- Title: Ali ibn Ziyad

Personal life
- Born: Tripoli, Muhallabid Dynasty, Abbasid Caliphate
- Died: 799 CE (183 AH) Tunis, Muhallabid Dynasty, Abbasid Caliphate
- Era: Abbasid Caliphate
- Region: Medina and Tunis
- Main interest: Fiqh
- Occupation: Muslim jurist

Religious life
- Religion: Islam
- Jurisprudence: Maliki
- Creed: Sunni

= Ali ibn Ziyad =

Libyan Muslim jurist (d. 799 CE)

Ali ibn Ziyad at-Tarabulsi al-'Absi (d. 799 CE) (183 AH) (علي بن زياد الطرابلسي العبسي), more commonly referred to in Islamic scholarship as Ali ibn Ziyad or Imam al-Tarabulsi, was an 8th-century CE Libyan Muslim jurist from Tripoli.
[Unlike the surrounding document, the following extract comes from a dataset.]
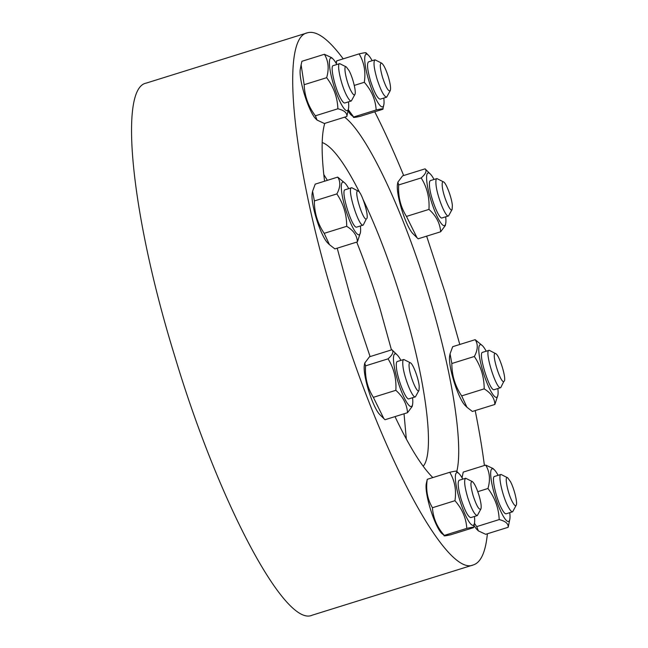 <?xml version="1.0" encoding="UTF-8"?>
<svg xmlns="http://www.w3.org/2000/svg" width="648" height="648" viewBox="0 0 648 648"><rect width="100%" height="100%" fill="white"/><g stroke="black" fill="none" stroke-linecap="round" stroke-linejoin="round"><path stroke-width="0.97" d="M356.724 242.093C365.18 263.25 372.973 285.541 380.101 308.95L391.449 349.92M404.028 413.797L406.328 439.036M323.789 174.49L327.361 180.338M434.039 179.464A27.572 5.354 72.7 0 0 430.296 173.988A27.572 5.354 72.7 0 0 431.139 200.856A27.572 5.354 72.7 0 0 445.727 223.439A27.572 5.354 72.7 0 0 445.759 217.493A27.572 5.354 72.7 0 0 445.686 216.805M443.564 181.918L436.906 178.573L430.434 180.59C429.511 180.946 429.203 182.858 429.519 186.332C430.329 197.527 439.19 219.81 442.082 217.931L448.554 215.914L452.126 209.369C450.644 213.638 442.916 195.437 442.252 186.114C441.968 182.785 442.406 181.383 443.564 181.918C446.18 182.898 451.794 197.948 452.361 205.513L452.126 209.369M445.727 223.439L445.33 225.528L440.632 231.79C440.049 223.293 436.153 215.833 428.96 209.401C429.673 197.875 427.081 187.385 421.184 177.925C425.785 173.875 427.081 170.845 425.072 168.853L430.296 173.988M416.996 237.711L412.914 233.677A27.572 5.354 -107.3 0 1 401.841 210.001A27.572 5.354 -107.3 0 1 397.483 184.218L397.88 182.137L398.69 184.947C397.977 196.466 400.569 206.955 406.466 216.416L416.996 237.711L418.138 238.812L440.632 231.79M425.072 168.853L402.578 175.867L397.88 182.137M428.96 209.401L406.466 216.416M421.184 177.925L398.69 184.947M436.906 178.573C435.983 178.929 435.675 180.841 435.991 184.316C436.801 195.51 445.662 217.793 448.554 215.914M486.211 351.208A27.572 5.354 72.7 0 0 482.468 345.724A27.572 5.354 72.7 0 0 481.829 367.481A27.572 5.354 72.7 0 0 496.441 397.362A27.572 5.354 72.7 0 0 497.899 395.183A27.572 5.354 72.7 0 0 497.867 388.541M495.736 353.662L489.224 350.285L482.606 352.326C477.657 352.585 489.605 391.4 494.116 389.699L500.726 387.65L503.747 381.575C500.288 382.846 491.233 353.063 495.226 353.524L495.736 353.662C499.227 354.853 506.493 378.14 504.306 381.105M497.899 395.183L494.87 404.449C494.61 398.228 491.046 393.036 484.178 388.873C484.202 377.047 480.921 366.25 474.336 356.489C477.924 349.855 478.208 344.25 475.187 339.674L482.468 345.724M466.933 407.236L465.094 405.413A27.572 5.354 -107.3 0 1 454.021 381.737A27.572 5.354 -107.3 0 1 449.663 355.963L450.06 353.84L451.842 363.504C451.818 375.33 455.099 386.127 461.684 395.896L466.933 407.236L472.376 411.464L494.87 404.449M475.187 339.674L452.693 346.688L450.06 353.84M484.178 388.873L461.684 395.896M474.336 356.489L451.842 363.504M489.078 350.309C484.129 350.568 496.076 389.375 500.588 387.682L500.726 387.65M498.126 475.332A27.572 5.354 72.7 0 0 494.384 469.849A27.572 5.354 72.7 0 0 491.54 481.877A27.572 5.354 72.7 0 0 502.176 514.18A27.572 5.354 72.7 0 0 509.814 519.307A27.572 5.354 72.7 0 0 509.774 512.665M507.651 477.787L500.993 474.433L494.521 476.458C491.225 476.572 496.052 498.401 501.641 508.64C503.585 512.309 505.092 514.026 506.169 513.791L512.641 511.774L516.213 505.229C515.5 506.404 514.212 505.262 512.365 501.811C507.7 493.298 504.152 475.235 507.651 477.787L510.422 481.537C514.18 488.454 517.736 503.01 516.213 505.229M509.814 519.307L508.17 527.286C508.478 523.689 505.489 521.13 499.187 519.591C498.749 508.194 495.007 497.834 487.952 488.495C490.512 479.666 489.767 471.857 485.708 465.086L493.023 468.504L494.384 469.849M474.441 523.325L476.693 526.613L478.362 530.882L477.001 529.538A27.572 5.354 -107.3 0 1 474.036 525.439M485.708 465.086L463.215 472.109L462.056 477.827M478.362 530.882L485.676 534.3L508.17 527.286M499.187 519.591L476.693 526.613M487.952 488.495L477.787 491.67M500.993 474.433C497.688 474.555 502.524 496.384 508.113 506.623C510.057 510.292 511.564 512.009 512.641 511.774M462.794 479.131A27.572 5.354 72.7 0 0 459.051 473.648A27.572 5.354 72.7 0 0 459.586 499.511A27.572 5.354 72.7 0 0 474.482 523.106A27.572 5.354 72.7 0 0 474.441 516.472M472.319 481.585L465.661 478.24L459.189 480.257C457.358 481.934 458.023 488.292 461.165 499.341C464.964 511.005 468.188 517.088 470.837 517.59L477.309 515.573L480.881 509.036C479.099 510.268 476.531 505.853 473.178 495.785C470.513 486.178 470.221 481.448 472.319 481.585C474.352 483.165 476.555 487.693 478.945 495.169C480.986 502.184 481.626 506.801 480.881 509.036M474.482 523.106L473.461 527.675C474.547 526.881 472.319 527.124 466.795 528.395C466.147 518.133 462.202 508.899 454.945 500.702C456.516 490.204 454.791 480.735 449.753 472.295C455.277 471.023 457.496 470.788 456.419 471.582M430.288 508.648A27.572 5.354 -107.3 0 1 426.238 483.886L427.259 479.318C425.687 489.815 427.413 499.284 432.451 507.724C433.099 517.979 437.044 527.213 444.301 535.41L441.669 533.345A27.572 5.354 -107.3 0 1 430.288 508.648M466.795 528.395L444.301 535.41C443.216 536.204 445.443 535.961 450.968 534.697L473.461 527.675M454.945 500.702L432.451 507.724M449.753 472.295L427.259 479.318M465.661 478.24C463.83 479.909 464.495 486.275 467.637 497.316C471.436 508.988 474.66 515.071 477.309 515.573M400.91 360.377A27.572 5.354 72.7 0 0 397.167 354.901A27.572 5.354 72.7 0 0 393.628 361.94A27.572 5.354 72.7 0 0 403.048 395.264A27.572 5.354 72.7 0 0 412.598 404.352A27.572 5.354 72.7 0 0 412.557 397.718M410.435 362.831L403.777 359.486L397.305 361.503C396.382 361.859 396.082 363.771 396.39 367.246C397.208 378.44 406.061 400.731 408.953 398.844L415.425 396.827L418.997 390.282C417.523 394.551 409.787 376.35 409.131 367.027C408.839 363.698 409.277 362.297 410.435 362.831C413.06 363.82 418.665 378.861 419.232 386.427L418.997 390.282M412.598 404.352L412.201 406.442L407.503 412.703C406.92 404.214 403.032 396.746 395.839 390.315C396.552 378.788 393.952 368.299 388.055 358.846C392.656 354.788 393.952 351.759 391.943 349.766L397.167 354.901M383.867 418.624L379.793 414.59A27.572 5.354 -107.3 0 1 364.33 371.085A27.572 5.354 -107.3 0 1 364.362 365.14L364.751 363.05L365.561 365.861C364.848 377.379 367.448 387.869 373.345 397.329L383.867 418.624L385.017 419.726L407.503 412.703M391.943 349.766L369.457 356.789L364.751 363.05M388.055 358.846L365.561 365.861M395.839 390.315L373.345 397.329M403.777 359.486C402.854 359.843 402.546 361.754 402.862 365.229C403.672 376.423 412.533 398.706 415.425 396.827M348.729 188.641A27.572 5.354 72.7 0 0 344.995 183.165A27.572 5.354 72.7 0 0 342.946 182.072A27.572 5.354 72.7 0 0 347.174 214.099A27.572 5.354 72.7 0 0 360.418 232.616A27.572 5.354 72.7 0 0 360.385 225.982M358.255 191.095L351.743 187.718L345.125 189.767C340.176 190.026 352.123 228.833 356.635 227.132L363.245 225.083L366.266 219.016C362.807 220.28 353.751 190.496 357.745 190.966L358.255 191.095C361.746 192.294 369.012 215.582 366.825 218.546M360.418 232.616L357.388 241.89C357.129 235.661 353.565 230.469 346.696 226.314C346.721 214.488 343.44 203.691 336.855 193.922C340.443 187.288 340.726 181.683 337.705 177.115L344.995 183.165M329.451 244.669L327.613 242.854A27.572 5.354 -107.3 0 1 316.54 219.17A27.572 5.354 -107.3 0 1 312.182 193.396L312.579 191.273L314.361 200.945C314.337 212.771 317.617 223.568 324.203 233.329L329.451 244.669L334.894 248.905L357.388 241.89M337.705 177.115L315.22 184.129L312.579 191.273M336.855 193.922L314.361 200.945M346.696 226.314L324.203 233.329M351.597 187.75C346.648 188.009 358.595 226.816 363.107 225.115L363.245 225.083M336.822 64.517A27.572 5.354 72.7 0 0 333.08 59.041A27.572 5.354 72.7 0 0 333.931 85.909A27.572 5.354 72.7 0 0 348.511 108.491A27.572 5.354 72.7 0 0 348.47 101.858M346.348 66.971L339.69 63.626L333.218 65.642C329.921 65.764 334.749 87.585 340.338 97.824C342.282 101.501 343.788 103.218 344.866 102.983L351.338 100.958L354.91 94.422C354.197 95.596 352.909 94.454 351.062 91.004C346.397 82.482 342.849 64.419 346.348 66.971L349.118 70.729C352.877 77.647 356.432 92.194 354.91 94.422M348.511 108.491L346.866 116.47C347.174 112.874 344.185 110.314 337.883 108.783C337.446 97.386 333.704 87.018 326.657 77.687C329.208 68.85 328.463 61.05 324.405 54.278L331.719 57.696L333.08 59.041M317.058 120.074L315.698 118.73A27.572 5.354 -107.3 0 1 304.625 95.045A27.572 5.354 -107.3 0 1 300.275 69.271L301.109 64.849L304.163 84.702C304.601 96.098 308.343 106.466 315.39 115.798L317.058 120.074L324.373 123.493L346.866 116.47M324.405 54.278L301.919 61.293L301.109 64.849M326.657 77.687L304.163 84.702M337.883 108.783L315.39 115.798M339.69 63.626C336.393 63.739 341.221 85.568 346.81 95.807C348.754 99.476 350.26 101.201 351.338 100.958M372.155 60.718A27.572 5.354 72.7 0 0 368.412 55.234A27.572 5.354 72.7 0 0 369.263 82.11A27.572 5.354 72.7 0 0 383.843 104.693A27.572 5.354 72.7 0 0 383.802 98.059M381.68 63.172L375.022 59.819L368.55 61.843C366.728 63.52 367.384 69.879 370.526 80.927C374.333 92.591 377.557 98.674 380.198 99.176L386.67 97.16L390.242 90.623C388.468 91.854 385.9 87.44 382.539 77.371C379.874 67.765 379.59 63.034 381.68 63.172C383.713 64.751 385.925 69.279 388.314 76.756C390.347 83.77 390.995 88.387 390.242 90.623M383.843 104.693L382.822 109.261C383.908 108.467 381.688 108.71 376.164 109.982C375.516 99.719 371.563 90.485 364.306 82.288C365.885 71.79 364.152 62.321 359.114 53.881C364.646 52.61 366.865 52.375 365.78 53.168M348.284 109.674L353.67 116.996L351.038 114.923A27.572 5.354 -107.3 0 1 348.065 110.824M376.164 109.982L353.67 116.996C352.585 117.79 354.804 117.547 360.329 116.284L382.822 109.261M336.045 63.14L336.628 60.904L336.328 63.634M359.114 53.881L336.628 60.904M364.306 82.288L354.27 85.423M343.205 58.847C328.366 38.888 316.426 30.213 307.387 32.821C279.45 37.843 292.75 166.18 335.567 304.754C379.153 450.992 446.294 577.716 473.396 564.894C480.905 562.44 485.579 552.064 487.393 533.766M484.412 465.491C482.225 448.57 479.156 430.264 475.195 410.589M459.797 344.477L445.216 292.961L426.643 236.156M403.672 175.527C394.016 151.98 384.369 130.726 374.747 111.78M456.808 471.428C463.587 444.083 451.834 370.283 428.668 294.743C403.623 211.305 366.954 133.853 344.606 117.175M324.745 123.371C321.311 135.116 321.254 154.394 324.575 181.205M337.203 248.184L352.115 302.981L370.089 356.586M395.005 416.607C409.099 446.261 421.702 466.584 432.832 477.576M322.186 142.519C332.092 146.124 344.59 162.826 359.697 192.61M363.18 199.706C377.306 229.368 390.266 263.501 402.076 302.098C425.841 379.266 435.286 452.709 423.193 466.252M375.022 59.819C373.199 61.495 373.856 67.862 376.998 78.902C380.805 90.574 384.029 96.657 386.67 97.16M473.396 564.894L312.231 615.179C285.136 628.001 217.987 501.269 174.409 355.039C131.593 216.456 118.292 88.128 146.229 83.106L307.387 32.821M462.016 477.746L462.413 475.656M459.051 473.648L456.597 471.226M368.412 55.234L365.958 52.812"/></g></svg>

Ibn Ziyad was an important early scholar of the Maliki school of Islamic jurisprudence (fiqh) and a companion of Imam Malik. Ali ibn Ziyad was responsible for bringing the Muwatta of Imam Malik to Ifriqiya. He died in 799 CE and is buried in the remains of the Silsila Cemetery in the Qasba quarter of Tunis's medina (old-town).